Head in the Cloud

OnLive Cloud Gaming

As the world prepares for the launch of on-demand cloud gaming, is the humble disc set to become redundant? Provided below is a review of this exciting technological development and how it might change the behaviour of gamers forever.

Gaming has been popular among children, teenagers and young adults (not to mention older folk) for numerous years – at least since Atari, Amiga, Nintendo and other such gaming firms arrived on the scene.

After games consoles dispensed with cassette tapes and video cartridges, CDs and then DVDs became the standard medium on which games were supplied to the masses.

Nowadays, consoles such as the Xbox 360 and Playstation 3 utilize DVDs just as video players relied on VHS tapes. As preparations for on-demand cloud gaming are finalized, is the DVD destined to join VHS on the scrapheap?

Probably not yet, but the nature of gaming will change forever if the on-demand cloud project takes off – which it is by no means certain to do.

Gamers are no longer a select breed. The typical American gamer is not a 13-year-old boy with glasses, acne and a peculiar aversion to sunlight (not necessarily, at least). The gaming community comprises people of all ages and from all walks of life: girls, boys, men and women; children, teenagers, adults and senior citizens; doctors, lawyers, students and the unemployed.

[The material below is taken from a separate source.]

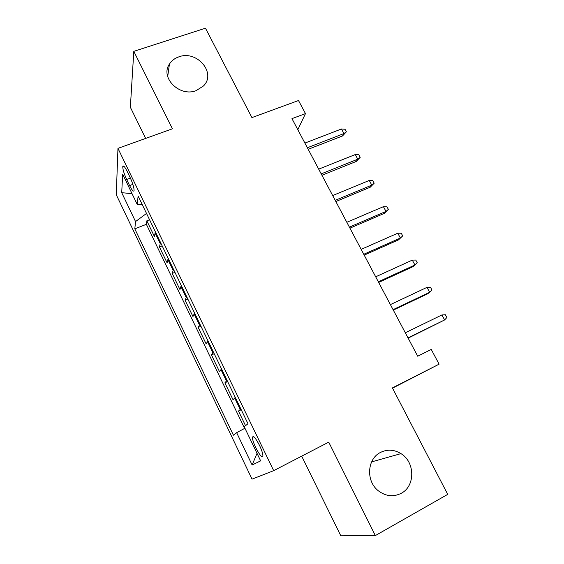 <?xml version="1.0" encoding="UTF-8"?>
<svg xmlns="http://www.w3.org/2000/svg" width="564" height="564" viewBox="0 0 564 564"><rect width="100%" height="100%" fill="white"/><g stroke="black" fill="none" stroke-linecap="round" stroke-linejoin="round"><path stroke-width="0.85" d="M380.446 452.462C387.313 449.099 394.158 449.487 400.976 453.625C415.097 461.972 415.478 486.076 401.244 493.296C393.446 497.187 385.839 496.369 378.43 490.863C365.705 481.226 367.086 458.87 380.446 452.462M178.922 56.823C197.033 49.879 216.724 73.165 203.421 85.996L196.145 90.635C179.62 97.283 159.908 77.606 169.426 64.085C171.611 60.658 174.777 58.24 178.922 56.823M259.553 445.475C255.562 437.847 253.187 435.154 252.432 437.389C252.482 439.624 253.596 443.057 255.774 447.703C259.736 455.331 262.119 458.038 262.916 455.818C262.866 453.59 261.745 450.142 259.553 445.475M392.53 388.159L439.102 364.161L431.249 349.433L417.712 356.208L291.962 118.637L305.476 113.597L298.504 100.526L251.925 117.594L205.472 28.2L133.802 51.352L130.355 107.259L145.653 138.42M301.691 456.149L340.811 535.8L375.342 535.588L447.724 494.367L392.403 387.912L439.102 364.161M116.276 194.756L252.037 479.146L273.681 470.658L117.961 148.367L116.276 194.756M155.389 231.832L154.388 236.478L146.844 220.82L149.566 219.756M160.528 242.485L159.443 246.983L162.171 245.876M159.443 246.983L167.085 262.831L168.283 258.559M181.347 285.624L179.937 289.522L172.203 273.469L174.932 272.327M194.573 313.041L192.958 316.545L185.126 300.288L187.854 299.117M207.968 340.811L206.142 343.92L198.211 327.451L200.939 326.239M221.546 368.948L219.495 371.641L211.465 354.967L214.2 353.713M235.301 397.451L233.024 399.728L224.888 382.836L227.623 381.546M126.667 179.493L129.6 185.584C132.061 190.456 133.555 192.091 134.07 190.47C134.091 187.643 132.794 183.356 130.178 177.625L127.182 171.407C124.743 166.606 123.276 164.998 122.776 166.591C122.755 169.461 124.052 173.761 126.667 179.493L130.404 178.097M146.52 213.453L135.543 221.567L134.81 228.85L233.425 435.204L236.64 432.666L252.129 465.004L260.638 460.858L244.205 426.715L247.984 423.74L138.109 196.018L137.256 204.506L142.241 204.577M135.543 221.567L121.711 192.684L122.67 174.198L137.256 204.506M146.844 220.82L146.372 224.303L244.593 428.407M240.849 408.956L238.487 411.064L245.523 425.672M224.888 382.836L227.024 380.298M211.465 354.967L213.382 352.021M198.211 327.451L199.91 324.103M185.126 300.288L186.613 296.544M172.203 273.469L173.486 269.345M117.961 148.367L172.436 128.796L133.802 51.352M375.342 535.588L328.734 442.141L273.681 470.658M297.813 129.699L305.476 113.597M146.372 224.303L134.81 228.85M238.487 411.064L241.223 409.732M236.64 432.666L244.931 428.231M132.032 193.649L121.711 192.684M252.129 465.004L257.029 453.357M308.191 149.298L342.517 135.959L343.941 133.562L307.366 147.747M341.467 128.98L345.013 129.255L346.388 131.793L343.941 133.562L341.467 128.98L304.898 143.08M346.388 131.793L342.517 135.959M321.931 175.256L356.265 161.445L357.787 159.189L321.198 173.874M355.278 154.55L358.81 154.762L360.199 157.335L357.787 159.189L355.278 154.55L318.695 169.144M360.199 157.335L356.265 161.445M335.841 201.538L370.188 187.255L371.803 185.14L335.206 200.333M369.265 180.445L372.783 180.593L374.193 183.194L371.803 185.14L369.265 180.445L332.668 195.546M374.193 183.194L370.188 187.255M349.934 228.159L384.288 213.389L385.995 211.415L349.391 227.13M383.428 206.664L386.932 206.748L388.356 209.378L385.995 211.415L383.428 206.664L346.825 222.286M388.356 209.378L384.288 213.389M364.203 255.118L398.565 239.855L400.369 238.029L363.759 254.279M397.768 233.214L401.258 233.228L402.703 235.9L400.369 238.029L397.768 233.214L361.164 249.366M402.703 235.9L398.565 239.855M378.663 282.43L413.024 266.652L414.928 264.988L378.317 281.781M412.298 260.11L415.774 260.053L417.233 262.761L414.928 264.988L412.298 260.11L375.687 276.804M393.312 310.101L427.667 293.802L429.676 292.293L393.073 309.65M427.011 287.351L430.466 287.224L431.946 289.959L429.676 292.293L427.011 287.351L390.401 304.602M408.146 338.132L444.615 319.95L408.012 337.878M441.915 314.945L445.356 314.747L446.857 317.518L444.615 319.95L441.915 314.945L405.312 332.767M160.134 243.401L155.008 232.777M240.215 409.443L234.68 397.965M226.432 380.869L220.968 369.54M212.825 352.655L207.432 341.481M199.395 324.815L194.072 313.781M186.141 297.327L180.889 286.434M173.056 270.191L167.868 259.433M132.878 184.35L129.6 185.584M400.976 453.625L371.62 461.888M253.765 436.726L252.432 437.389M123.847 166.197L122.776 166.591M169.426 64.085L167.691 76.57"/></g></svg>

While there is no longer a precise mold for gamers, the majority of people who sit in front of their computer or games console favor a certain type of experience.

Hardcore gamers tend to prefer the traditional set-up of console, controller and disc, which is why Microsoft Kinect – as great as it may be – is never likely to eclipse conventional gaming in terms of popularity.

Based on this logic, on-demand cloud gaming is at risk of failing to inspire the generations of gamers who have become set in their ways.

Unlike Kinect, however, on-demand cloud gaming does little to change the set-up enjoyed by so many; indeed, it merely serves to replace discs for an entirely remote, intangible medium.

In a nutshell, therefore, on-demand cloud gaming provides players with access to games that are purchased, stored and played from a remote location, via the internet.

Rather than buy a disc and play it in a console, on-demand cloud gaming enables players to log online, buy or rent a title and have the content streamed over an internet connection.

The advantages of on-demand cloud gaming are numerous. Not only can players receive the latest titles at relatively little cost, but they need never leave their homes to acquire a new game.

This, however, could also prove to be a failing of cloud gaming. Although vulnerable to physical damage, discs provide a degree of security and can be played when gamers are offline. Discs can also be shared among friends and family.

Not every gamer benefits from access to a fast internet connection either, so it is quite possible that on-demand cloud gaming has arrived too early – at a time when the current technological infrastructure of the world is not fully equipped to deal with streaming content of this nature.

Whatever the case, on-demand cloud gaming is set to make a mark on gamers across the States and beyond. Whether it is here to stay remains to be seen.